We observed that most of the older artists here never had any higher educational qualification in art to validate their ability in the field. Rathnayake explained that whatever skill they possess is from honing their natural talent. He added that their capabilities aren’t recognized as much as university art graduates. Therefore, they are rather limited in what they can do in terms of their future other than produce art and sell them. “I do art because it’s my passion. I’m devoted and attached to it. I don’t have certificates to validate it, but my work speaks for my talents” he said.   

"These artists do not even have a place to display and sell their work"

Kulasooriya’s daughter and son-in-law have both studied at an art academy and Rathnayake’s daughter is a gallerist. Through our conversations, it was evident that the next generation of the art industry is seeking higher standards and a better status in this field as opposed to their elders. Perera too said that he and his father and brother are self trained artists, adding that they will be relying on this in future too. Also another salient feature that these three artists mentioned is that it mostly takes around three to four days for them to complete a portrait, and at times a week or two if the piece is a large one. Yet, their time and energy sometimes goes in vain, if they are unable to protect their precious work from extreme weather conditions, preserving them for months and waiting until someone purchases the art.   
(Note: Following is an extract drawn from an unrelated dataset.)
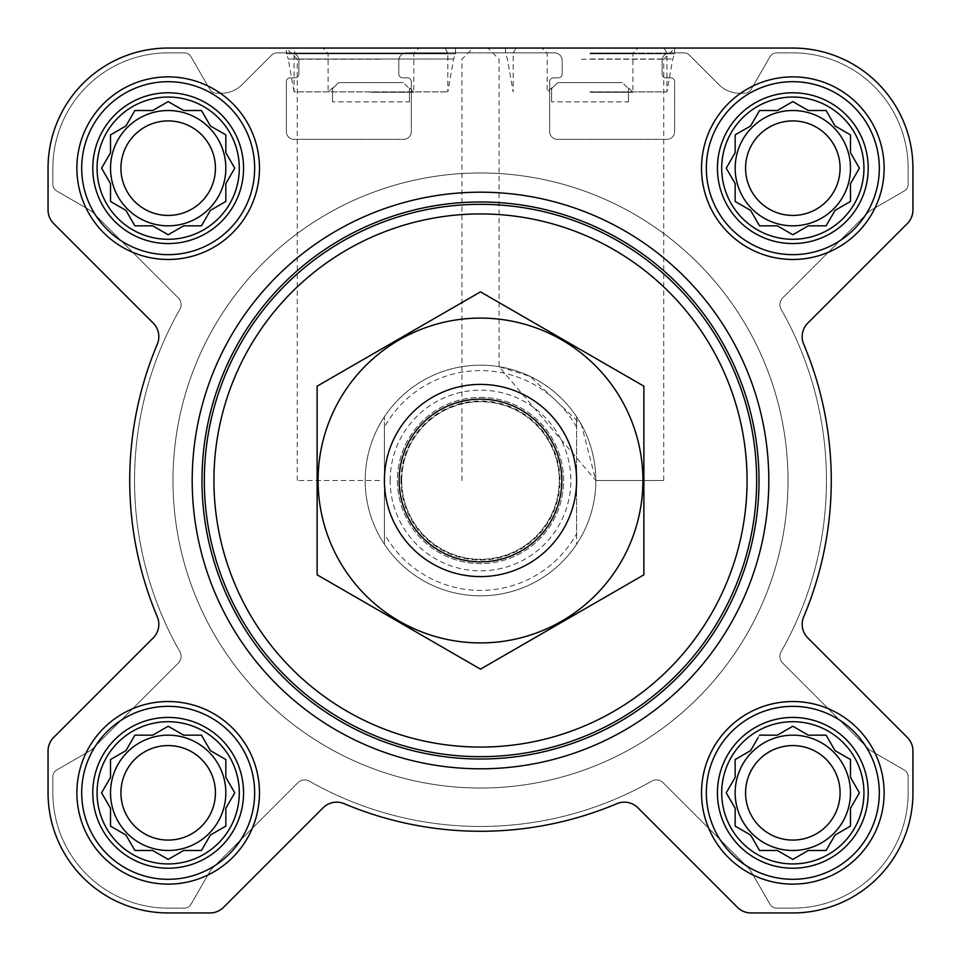 <?xml version="1.0" encoding="UTF-8"?>
<svg xmlns="http://www.w3.org/2000/svg" width="961" height="961" viewBox="0 0 961 961"><rect width="100%" height="100%" fill="white"/><g stroke="black" fill="none" stroke-linecap="round" stroke-linejoin="round"><path stroke-width="0.72" stroke-dasharray="4.8 3.6" d="M595.82 480.5L663.727 480.5L595.82 480.5L499.083 366.682L530.1 376.4L581.405 424.678L595.82 480.5M581.405 59.222L663.727 59.222L581.405 59.222M721.711 792.825A71.114 71.114 0 0 1 828.382 731.237A71.114 71.114 0 0 1 828.382 854.413A71.114 71.114 0 0 1 721.711 792.825M757.953 737.904L750.613 750.613L735.165 759.538L735.165 777.377L726.24 792.825L735.165 808.273L735.165 826.112L750.613 835.037L759.538 850.485L777.377 850.485L792.825 859.41L808.273 850.485L826.112 850.485L835.037 835.037L850.485 826.112L850.485 808.273L859.41 792.825L850.485 777.377L850.485 759.538L835.037 750.613L826.112 735.165L808.273 735.165L792.825 726.24L777.377 735.165L759.538 735.165L750.613 750.613L735.165 759.538L735.165 777.377L727.825 790.086M97.061 792.825A71.114 71.114 0 0 1 203.732 731.237A71.114 71.114 0 0 1 203.732 854.413A71.114 71.114 0 0 1 97.061 792.825M165.436 727.825L152.727 735.165L134.888 735.165L125.963 750.613L110.515 759.538L110.515 777.377L101.59 792.825L110.515 808.273L110.515 826.112L125.963 835.037L134.888 850.485L152.727 850.485L168.175 859.41L183.623 850.485L201.462 850.485L210.387 835.037L225.835 826.112L225.835 808.273L234.76 792.825L225.835 777.377L225.835 759.538L210.387 750.613L201.462 735.165L183.623 735.165L168.175 726.24L152.727 735.165L134.888 735.165L125.963 750.613L110.515 759.538L110.515 777.377L103.175 790.086M97.061 168.175A71.114 71.114 0 0 1 203.732 106.587A71.114 71.114 0 0 1 203.732 229.763A71.114 71.114 0 0 1 97.061 168.175M165.436 103.175L152.727 110.515L134.888 110.515L125.963 125.963L110.515 134.888L110.515 152.727L101.59 168.175L110.515 183.623L110.515 201.462L125.963 210.387L134.888 225.835L152.727 225.835L168.175 234.76L183.623 225.835L201.462 225.835L210.387 210.387L225.835 201.462L225.835 183.623L234.76 168.175L225.835 152.727L225.835 134.888L210.387 125.963L201.462 110.515L183.623 110.515L168.175 101.59L152.727 110.515L134.888 110.515L125.963 125.963L110.515 134.888L110.515 152.727L101.59 168.175L110.515 183.623L110.515 201.462L125.963 210.387L134.888 225.835L152.727 225.835L165.436 233.175M721.711 168.175A71.114 71.114 0 0 1 828.382 106.587A71.114 71.114 0 0 1 828.382 229.763A71.114 71.114 0 0 1 721.711 168.175M790.086 103.175L777.377 110.515L759.538 110.515L750.613 125.963L735.165 134.888L735.165 152.727L726.24 168.175L735.165 183.623L735.165 201.462L750.613 210.387L759.538 225.835L777.377 225.835L792.825 234.76L808.273 225.835L826.112 225.835L835.037 210.387L850.485 201.462L850.485 183.623L859.41 168.175L850.485 152.727L850.485 134.888L835.037 125.963L826.112 110.515L808.273 110.515L792.825 101.59L777.377 110.515L759.538 110.515L750.613 125.963L735.165 134.888L735.165 152.727L727.825 165.436M622.392 82.646L557.716 82.646L622.392 82.646L557.716 82.646L622.392 82.646L628.494 88.604L622.392 82.646M403.284 82.646L338.608 82.646L403.284 82.646L338.608 82.646L403.284 82.646L409.386 88.604L403.284 82.646M52.855 168.175L52.855 184.32A7.688 7.688 0 0 0 56.699 190.975L90.562 210.531A7.688 7.688 0 0 1 92.16 211.756L178.253 297.85A9.61 9.61 0 0 1 179.815 309.406A345.96 345.96 0 0 0 179.815 651.594A9.61 9.61 0 0 1 178.253 663.15L91.439 749.964L56.699 770.025A7.688 7.688 0 0 0 52.855 776.68L52.855 792.825A115.32 115.32 0 0 0 168.175 908.145L184.32 908.145A7.688 7.688 0 0 0 190.975 904.301L210.531 870.438A7.688 7.688 0 0 1 211.756 868.84L297.85 782.747A9.61 9.61 0 0 1 309.406 781.185A345.96 345.96 0 0 0 651.594 781.185A9.61 9.61 0 0 1 663.15 782.747L749.244 868.84A7.688 7.688 0 0 1 750.469 870.438L770.025 904.301A7.688 7.688 0 0 0 776.68 908.145L792.825 908.145A115.32 115.32 0 0 0 908.145 792.825L908.145 776.68A7.688 7.688 0 0 0 904.301 770.025L869.561 749.964L782.747 663.15A9.61 9.61 0 0 1 781.185 651.594A345.96 345.96 0 0 0 781.185 309.406A9.61 9.61 0 0 1 782.747 297.85L868.84 211.756A7.688 7.688 0 0 1 870.438 210.531L904.301 190.975A7.688 7.688 0 0 0 908.145 184.32L908.145 168.175A115.32 115.32 0 0 0 792.825 52.855L776.68 52.855A7.688 7.688 0 0 0 770.025 56.699L751.154 89.373A7.688 7.688 0 0 1 744.499 93.217L739.417 93.217A28.83 28.83 0 0 1 719.032 84.772L689.361 55.101A7.688 7.688 0 0 0 683.932 52.855L669.817 52.855A7.688 7.688 0 0 0 662.129 60.543L662.129 73.997A3.844 3.844 0 0 0 665.973 77.841L670.778 77.841A3.844 3.844 0 0 1 674.622 81.685L674.622 131.657A7.688 7.688 0 0 1 666.934 139.345L557.38 139.345A7.688 7.688 0 0 1 549.692 131.657L549.692 81.685A3.844 3.844 0 0 1 553.536 77.841L558.341 77.841A3.844 3.844 0 0 0 562.185 73.997L562.185 60.543A7.688 7.688 0 0 0 554.497 52.855L406.503 52.855A7.688 7.688 0 0 0 398.815 60.543L398.815 73.997A3.844 3.844 0 0 0 402.659 77.841L407.464 77.841A3.844 3.844 0 0 1 411.308 81.685L411.308 131.657A7.688 7.688 0 0 1 403.62 139.345L294.066 139.345A7.688 7.688 0 0 1 286.378 131.657L286.378 81.685A3.844 3.844 0 0 1 290.222 77.841L295.027 77.841A3.844 3.844 0 0 0 298.871 73.997L298.871 60.543A7.688 7.688 0 0 0 291.183 52.855L277.068 52.855A7.688 7.688 0 0 0 271.639 55.101L241.968 84.772A28.83 28.83 0 0 1 221.583 93.217L216.501 93.217A7.688 7.688 0 0 1 209.846 89.373L190.975 56.699A7.688 7.688 0 0 0 184.32 52.855L168.175 52.855A115.32 115.32 0 0 0 52.855 168.175L52.855 184.32A7.688 7.688 0 0 0 56.699 190.975L90.562 210.531A7.688 7.688 0 0 1 92.16 211.756L178.253 297.85A9.61 9.61 0 0 1 179.815 309.406A345.96 345.96 0 0 0 179.815 651.594A9.61 9.61 0 0 1 178.253 663.15L91.439 749.964L56.699 770.025A7.688 7.688 0 0 0 52.855 776.68L52.855 792.825A115.32 115.32 0 0 0 168.175 908.145L184.32 908.145A7.688 7.688 0 0 0 190.975 904.301L210.531 870.438A7.688 7.688 0 0 1 211.756 868.84L297.85 782.747A9.61 9.61 0 0 1 309.406 781.185A345.96 345.96 0 0 0 651.594 781.185A9.61 9.61 0 0 1 663.15 782.747L749.244 868.84A7.688 7.688 0 0 1 750.469 870.438L770.025 904.301A7.688 7.688 0 0 0 776.68 908.145L792.825 908.145A115.32 115.32 0 0 0 908.145 792.825L908.145 776.68A7.688 7.688 0 0 0 904.301 770.025L869.561 749.964L782.747 663.15A9.61 9.61 0 0 1 781.185 651.594A345.96 345.96 0 0 0 781.185 309.406A9.61 9.61 0 0 1 782.747 297.85L868.84 211.756A7.688 7.688 0 0 1 870.438 210.531L904.301 190.975A7.688 7.688 0 0 0 908.145 184.32L908.145 168.175A115.32 115.32 0 0 0 792.825 52.855L776.68 52.855A7.688 7.688 0 0 0 770.025 56.699L751.154 89.373A7.688 7.688 0 0 1 744.499 93.217L739.417 93.217A28.83 28.83 0 0 1 719.032 84.772L689.361 55.101A7.688 7.688 0 0 0 683.932 52.855L669.817 52.855A7.688 7.688 0 0 0 662.129 60.543L662.129 73.997A3.844 3.844 0 0 0 665.973 77.841L670.778 77.841A3.844 3.844 0 0 1 674.622 81.685L674.622 131.657A7.688 7.688 0 0 1 666.934 139.345L557.38 139.345A7.688 7.688 0 0 1 549.692 131.657L549.692 81.685A3.844 3.844 0 0 1 553.536 77.841L558.341 77.841A3.844 3.844 0 0 0 562.185 73.997L562.185 60.543A7.688 7.688 0 0 0 554.497 52.855L406.503 52.855A7.688 7.688 0 0 0 398.815 60.543L398.815 73.997A3.844 3.844 0 0 0 402.659 77.841L407.464 77.841A3.844 3.844 0 0 1 411.308 81.685L411.308 131.657A7.688 7.688 0 0 1 403.62 139.345L294.066 139.345A7.688 7.688 0 0 1 286.378 131.657L286.378 81.685A3.844 3.844 0 0 1 290.222 77.841L295.027 77.841A3.844 3.844 0 0 0 298.871 73.997L298.871 60.543A7.688 7.688 0 0 0 291.183 52.855L277.068 52.855A7.688 7.688 0 0 0 271.639 55.101L241.968 84.772A28.83 28.83 0 0 1 221.583 93.217L216.501 93.217A7.688 7.688 0 0 1 209.846 89.373L190.975 56.699A7.688 7.688 0 0 0 184.32 52.855L168.175 52.855A115.32 115.32 0 0 0 52.855 168.175M153.207 323.088A19.22 19.22 0 0 1 157.316 344.146A350.765 350.765 0 0 0 157.316 616.854A19.22 19.22 0 0 1 153.207 637.912L53.684 737.435A19.22 19.22 0 0 0 48.05 751.034L48.05 792.825A120.125 120.125 0 0 0 168.175 912.95L209.966 912.95A19.22 19.22 0 0 0 223.565 907.316L323.088 807.793A19.22 19.22 0 0 1 344.146 803.684A350.765 350.765 0 0 0 616.854 803.684A19.22 19.22 0 0 1 637.912 807.793L737.435 907.316A19.22 19.22 0 0 0 751.034 912.95L792.825 912.95A120.125 120.125 0 0 0 912.95 792.825L912.95 751.034A19.22 19.22 0 0 0 907.316 737.435L807.793 637.912A19.22 19.22 0 0 1 803.684 616.854A350.765 350.765 0 0 0 803.684 344.146A19.22 19.22 0 0 1 807.793 323.088L907.316 223.565A19.22 19.22 0 0 0 912.95 209.966L912.95 168.175A120.125 120.125 0 0 0 792.825 48.05L168.175 48.05A120.125 120.125 0 0 0 48.05 168.175L48.05 209.966A19.22 19.22 0 0 0 53.684 223.565L153.207 323.088A19.22 19.22 0 0 1 157.316 344.146A350.765 350.765 0 0 0 157.316 616.854A19.22 19.22 0 0 1 153.207 637.912L53.684 737.435A19.22 19.22 0 0 0 48.05 751.034L48.05 792.825A120.125 120.125 0 0 0 168.175 912.95L209.966 912.95A19.22 19.22 0 0 0 223.565 907.316L323.088 807.793A19.22 19.22 0 0 1 344.146 803.684A350.765 350.765 0 0 0 616.854 803.684A19.22 19.22 0 0 1 637.912 807.793L737.435 907.316A19.22 19.22 0 0 0 751.034 912.95L792.825 912.95A120.125 120.125 0 0 0 912.95 792.825L912.95 751.034A19.22 19.22 0 0 0 907.316 737.435L807.793 637.912A19.22 19.22 0 0 1 803.684 616.854A350.765 350.765 0 0 0 803.684 344.146A19.22 19.22 0 0 1 807.793 323.088L907.316 223.565A19.22 19.22 0 0 0 912.95 209.966L912.95 168.175A120.125 120.125 0 0 0 792.825 48.05L168.175 48.05A120.125 120.125 0 0 0 48.05 168.175L48.05 209.966A19.22 19.22 0 0 0 53.684 223.565L153.207 323.088L53.684 223.565A19.22 19.22 0 0 1 48.05 209.966M370.946 48.05L286.378 48.05L370.946 48.05M581.405 48.05L674.886 48.05L581.405 48.05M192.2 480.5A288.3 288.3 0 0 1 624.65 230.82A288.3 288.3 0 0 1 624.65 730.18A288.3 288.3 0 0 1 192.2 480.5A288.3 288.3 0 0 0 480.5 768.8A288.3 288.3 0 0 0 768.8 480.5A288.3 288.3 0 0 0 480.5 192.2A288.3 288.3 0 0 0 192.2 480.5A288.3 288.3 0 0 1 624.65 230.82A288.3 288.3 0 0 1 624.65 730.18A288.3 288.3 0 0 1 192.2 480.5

“People are struggling to find money to even feed themselves, so why would they spend thousands on a painting?”

The artists believe that the field of art is not recognized as a profession in comparison to the other fields, because their work in this field is seen as menial or unimportant. They said that it’s very rare to find people who are willing to enter the art industry or improve it. Most of the younger generation doesn’t consider art as a stable industry that could provide enough to feed their families. The older artists who cling on to their love for their career feel rather hopeless and helpless when they are faced with numerous challenges that we see today, they said. According to them, this industry and their talent was celebrated in the past, unlike today.   

 

Malinda Perera

 

Little aid and opportunities in the art industry

Another crucial factor that has affected this community is the lack of opportunities to learn new knowledge or skill, along with minimum opportunities of getting exposure for their work. These artists do not even have a place to display and sell their work. We rarely see educational establishments dedicated to art and craft and fewer workshops for people who want to enhance their skills in the art industry. Those who couldn’t gain a university education in art are left to their own devices and aren’t given alternative educational opportunities to develop and continue their work.   
Art has constantly been an underrated field in Sri Lanka and with the COVID- 19 pandemic; a once vibrant community has descended into helplessness. Although the pandemic caused a massive change in the lives of these artists, their talent remains a national treasure. Their only wish is to be recognized and get the support they deserve.